▸ Supplied material
################
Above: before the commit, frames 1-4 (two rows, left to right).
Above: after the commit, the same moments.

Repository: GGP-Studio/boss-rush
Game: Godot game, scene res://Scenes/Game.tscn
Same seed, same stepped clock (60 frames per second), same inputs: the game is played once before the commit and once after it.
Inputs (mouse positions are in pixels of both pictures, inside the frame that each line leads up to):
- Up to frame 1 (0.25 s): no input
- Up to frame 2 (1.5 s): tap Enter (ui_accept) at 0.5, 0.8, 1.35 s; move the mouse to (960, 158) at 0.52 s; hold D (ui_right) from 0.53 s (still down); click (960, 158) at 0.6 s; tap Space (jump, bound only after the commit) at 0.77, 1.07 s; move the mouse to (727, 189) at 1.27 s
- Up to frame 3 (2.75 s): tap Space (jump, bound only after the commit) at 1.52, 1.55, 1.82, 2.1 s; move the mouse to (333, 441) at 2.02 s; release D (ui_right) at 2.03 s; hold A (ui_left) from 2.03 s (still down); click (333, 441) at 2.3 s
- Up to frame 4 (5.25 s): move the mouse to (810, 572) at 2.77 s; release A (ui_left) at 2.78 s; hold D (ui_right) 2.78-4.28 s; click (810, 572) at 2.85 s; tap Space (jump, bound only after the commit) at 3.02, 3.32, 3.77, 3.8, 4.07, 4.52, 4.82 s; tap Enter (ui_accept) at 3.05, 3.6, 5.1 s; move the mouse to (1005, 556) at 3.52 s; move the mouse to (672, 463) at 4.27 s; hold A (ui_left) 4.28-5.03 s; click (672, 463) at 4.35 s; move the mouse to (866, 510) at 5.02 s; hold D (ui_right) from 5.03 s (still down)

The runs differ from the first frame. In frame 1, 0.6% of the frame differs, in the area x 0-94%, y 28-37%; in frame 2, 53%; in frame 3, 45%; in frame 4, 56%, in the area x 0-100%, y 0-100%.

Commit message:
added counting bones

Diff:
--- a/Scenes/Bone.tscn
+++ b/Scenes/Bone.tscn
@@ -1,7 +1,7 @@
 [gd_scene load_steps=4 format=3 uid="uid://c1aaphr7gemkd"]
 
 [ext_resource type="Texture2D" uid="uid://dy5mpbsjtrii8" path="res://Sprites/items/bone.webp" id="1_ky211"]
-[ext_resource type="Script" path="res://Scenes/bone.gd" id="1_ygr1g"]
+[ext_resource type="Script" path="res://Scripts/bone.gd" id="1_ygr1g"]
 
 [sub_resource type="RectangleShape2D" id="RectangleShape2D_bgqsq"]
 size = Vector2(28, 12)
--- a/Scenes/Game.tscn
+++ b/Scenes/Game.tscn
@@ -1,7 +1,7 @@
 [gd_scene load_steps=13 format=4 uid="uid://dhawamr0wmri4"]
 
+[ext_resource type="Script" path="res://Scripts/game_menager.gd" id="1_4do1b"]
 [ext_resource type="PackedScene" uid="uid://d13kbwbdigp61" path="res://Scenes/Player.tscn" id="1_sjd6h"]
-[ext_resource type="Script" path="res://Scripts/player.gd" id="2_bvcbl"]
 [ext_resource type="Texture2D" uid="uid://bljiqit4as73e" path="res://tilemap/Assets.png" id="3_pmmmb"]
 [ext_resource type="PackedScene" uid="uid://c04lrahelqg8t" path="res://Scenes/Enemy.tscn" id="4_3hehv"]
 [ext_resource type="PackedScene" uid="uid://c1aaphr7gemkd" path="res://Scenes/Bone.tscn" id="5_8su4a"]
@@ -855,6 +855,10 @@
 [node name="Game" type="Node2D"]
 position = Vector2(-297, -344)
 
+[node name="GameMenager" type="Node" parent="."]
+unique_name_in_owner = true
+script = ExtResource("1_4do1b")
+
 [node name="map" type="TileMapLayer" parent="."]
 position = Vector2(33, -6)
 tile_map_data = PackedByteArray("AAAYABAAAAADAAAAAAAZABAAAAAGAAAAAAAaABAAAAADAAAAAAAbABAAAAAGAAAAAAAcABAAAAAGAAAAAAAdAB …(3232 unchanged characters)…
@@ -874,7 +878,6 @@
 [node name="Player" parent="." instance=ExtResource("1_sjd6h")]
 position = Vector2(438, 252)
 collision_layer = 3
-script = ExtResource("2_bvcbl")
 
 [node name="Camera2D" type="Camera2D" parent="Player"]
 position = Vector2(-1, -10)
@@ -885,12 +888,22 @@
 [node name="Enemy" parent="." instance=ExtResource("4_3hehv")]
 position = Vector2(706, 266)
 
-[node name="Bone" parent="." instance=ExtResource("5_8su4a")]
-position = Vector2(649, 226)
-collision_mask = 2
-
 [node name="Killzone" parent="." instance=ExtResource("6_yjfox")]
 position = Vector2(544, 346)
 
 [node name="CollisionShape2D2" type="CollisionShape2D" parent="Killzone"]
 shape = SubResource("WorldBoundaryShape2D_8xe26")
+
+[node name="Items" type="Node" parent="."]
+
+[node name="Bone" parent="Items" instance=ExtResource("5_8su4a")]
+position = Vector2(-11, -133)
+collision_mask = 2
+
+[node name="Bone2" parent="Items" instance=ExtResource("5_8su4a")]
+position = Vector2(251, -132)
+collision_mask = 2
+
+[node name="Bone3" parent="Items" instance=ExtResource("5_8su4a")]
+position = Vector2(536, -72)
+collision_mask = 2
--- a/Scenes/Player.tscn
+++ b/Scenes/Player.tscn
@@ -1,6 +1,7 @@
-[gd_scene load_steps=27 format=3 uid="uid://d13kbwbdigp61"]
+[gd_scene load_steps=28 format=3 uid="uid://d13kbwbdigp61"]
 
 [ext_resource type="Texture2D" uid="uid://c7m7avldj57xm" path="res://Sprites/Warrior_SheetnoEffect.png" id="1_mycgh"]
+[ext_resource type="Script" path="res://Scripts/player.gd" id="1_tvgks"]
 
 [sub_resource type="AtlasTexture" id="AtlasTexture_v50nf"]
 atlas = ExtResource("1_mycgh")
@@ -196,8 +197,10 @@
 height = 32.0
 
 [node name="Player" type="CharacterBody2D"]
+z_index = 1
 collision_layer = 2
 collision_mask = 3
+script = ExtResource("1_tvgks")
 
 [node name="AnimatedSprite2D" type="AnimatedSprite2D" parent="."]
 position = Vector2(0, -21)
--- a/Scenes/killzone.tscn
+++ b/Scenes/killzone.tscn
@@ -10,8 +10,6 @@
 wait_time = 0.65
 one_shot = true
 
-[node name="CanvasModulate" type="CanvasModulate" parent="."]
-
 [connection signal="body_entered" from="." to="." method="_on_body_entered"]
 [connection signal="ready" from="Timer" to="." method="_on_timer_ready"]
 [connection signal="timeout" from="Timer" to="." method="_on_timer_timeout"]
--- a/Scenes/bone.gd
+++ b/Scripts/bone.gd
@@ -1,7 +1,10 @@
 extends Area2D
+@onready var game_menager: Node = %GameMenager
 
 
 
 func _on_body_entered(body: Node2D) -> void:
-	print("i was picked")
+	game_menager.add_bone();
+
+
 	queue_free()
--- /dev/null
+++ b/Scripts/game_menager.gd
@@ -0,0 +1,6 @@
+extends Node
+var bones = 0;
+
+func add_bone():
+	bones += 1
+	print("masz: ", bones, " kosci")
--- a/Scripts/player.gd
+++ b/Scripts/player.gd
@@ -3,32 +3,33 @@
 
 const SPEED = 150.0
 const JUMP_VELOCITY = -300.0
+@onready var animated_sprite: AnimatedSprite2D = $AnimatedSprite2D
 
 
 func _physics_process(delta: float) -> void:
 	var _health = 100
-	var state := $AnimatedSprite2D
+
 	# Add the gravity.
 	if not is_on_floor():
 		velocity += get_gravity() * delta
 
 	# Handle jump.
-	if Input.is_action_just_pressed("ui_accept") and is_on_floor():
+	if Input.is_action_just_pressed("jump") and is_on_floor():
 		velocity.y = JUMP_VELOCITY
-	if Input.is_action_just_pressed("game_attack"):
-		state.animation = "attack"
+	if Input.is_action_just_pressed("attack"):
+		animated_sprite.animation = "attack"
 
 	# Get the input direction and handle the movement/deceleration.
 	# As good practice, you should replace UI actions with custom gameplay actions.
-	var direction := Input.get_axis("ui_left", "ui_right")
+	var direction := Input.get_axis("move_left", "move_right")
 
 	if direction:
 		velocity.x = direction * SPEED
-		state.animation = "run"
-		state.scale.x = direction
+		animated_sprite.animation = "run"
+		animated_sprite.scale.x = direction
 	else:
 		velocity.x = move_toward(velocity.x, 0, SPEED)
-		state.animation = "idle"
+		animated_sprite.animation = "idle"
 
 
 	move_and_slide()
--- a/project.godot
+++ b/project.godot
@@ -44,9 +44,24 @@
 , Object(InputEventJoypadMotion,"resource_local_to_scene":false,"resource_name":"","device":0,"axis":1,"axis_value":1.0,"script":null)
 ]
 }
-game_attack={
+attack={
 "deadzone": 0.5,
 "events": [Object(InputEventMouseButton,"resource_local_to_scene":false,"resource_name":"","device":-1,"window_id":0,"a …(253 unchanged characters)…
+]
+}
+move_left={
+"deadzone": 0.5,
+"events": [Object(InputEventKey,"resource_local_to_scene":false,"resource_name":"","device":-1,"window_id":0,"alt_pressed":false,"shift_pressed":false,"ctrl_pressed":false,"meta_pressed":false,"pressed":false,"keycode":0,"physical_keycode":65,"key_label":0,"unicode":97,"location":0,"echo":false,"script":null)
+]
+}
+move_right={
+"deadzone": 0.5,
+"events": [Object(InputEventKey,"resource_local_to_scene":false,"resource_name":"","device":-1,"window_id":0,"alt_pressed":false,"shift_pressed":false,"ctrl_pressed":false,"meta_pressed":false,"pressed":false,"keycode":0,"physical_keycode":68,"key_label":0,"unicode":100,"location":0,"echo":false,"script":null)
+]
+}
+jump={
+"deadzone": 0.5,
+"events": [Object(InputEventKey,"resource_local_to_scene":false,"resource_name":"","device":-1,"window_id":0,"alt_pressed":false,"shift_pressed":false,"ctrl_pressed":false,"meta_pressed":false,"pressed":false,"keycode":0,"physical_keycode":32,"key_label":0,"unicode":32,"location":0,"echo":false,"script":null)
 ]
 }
################
Among the records above, a stretch begins at the line containing "Game: Godot game, scene" and ends at the line containing "- Up to frame 4". Restate that stretch word for word, and nothing else.

Game: Godot game, scene res://Scenes/Game.tscn
Same seed, same stepped clock (60 frames per second), same inputs: the game is played once before the commit and once after it.
Inputs (mouse positions are in pixels of both pictures, inside the frame that each line leads up to):
- Up to frame 1 (0.25 s): no input
- Up to frame 2 (1.5 s): tap Enter (ui_accept) at 0.5, 0.8, 1.35 s; move the mouse to (960, 158) at 0.52 s; hold D (ui_right) from 0.53 s (still down); click (960, 158) at 0.6 s; tap Space (jump, bound only after the commit) at 0.77, 1.07 s; move the mouse to (727, 189) at 1.27 s
- Up to frame 3 (2.75 s): tap Space (jump, bound only after the commit) at 1.52, 1.55, 1.82, 2.1 s; move the mouse to (333, 441) at 2.02 s; release D (ui_right) at 2.03 s; hold A (ui_left) from 2.03 s (still down); click (333, 441) at 2.3 s
- Up to frame 4 (5.25 s): move the mouse to (810, 572) at 2.77 s; release A (ui_left) at 2.78 s; hold D (ui_right) 2.78-4.28 s; click (810, 572) at 2.85 s; tap Space (jump, bound only after the commit) at 3.02, 3.32, 3.77, 3.8, 4.07, 4.52, 4.82 s; tap Enter (ui_accept) at 3.05, 3.6, 5.1 s; move the mouse to (1005, 556) at 3.52 s; move the mouse to (672, 463) at 4.27 s; hold A (ui_left) 4.28-5.03 s; click (672, 463) at 4.35 s; move the mouse to (866, 510) at 5.02 s; hold D (ui_right) from 5.03 s (still down)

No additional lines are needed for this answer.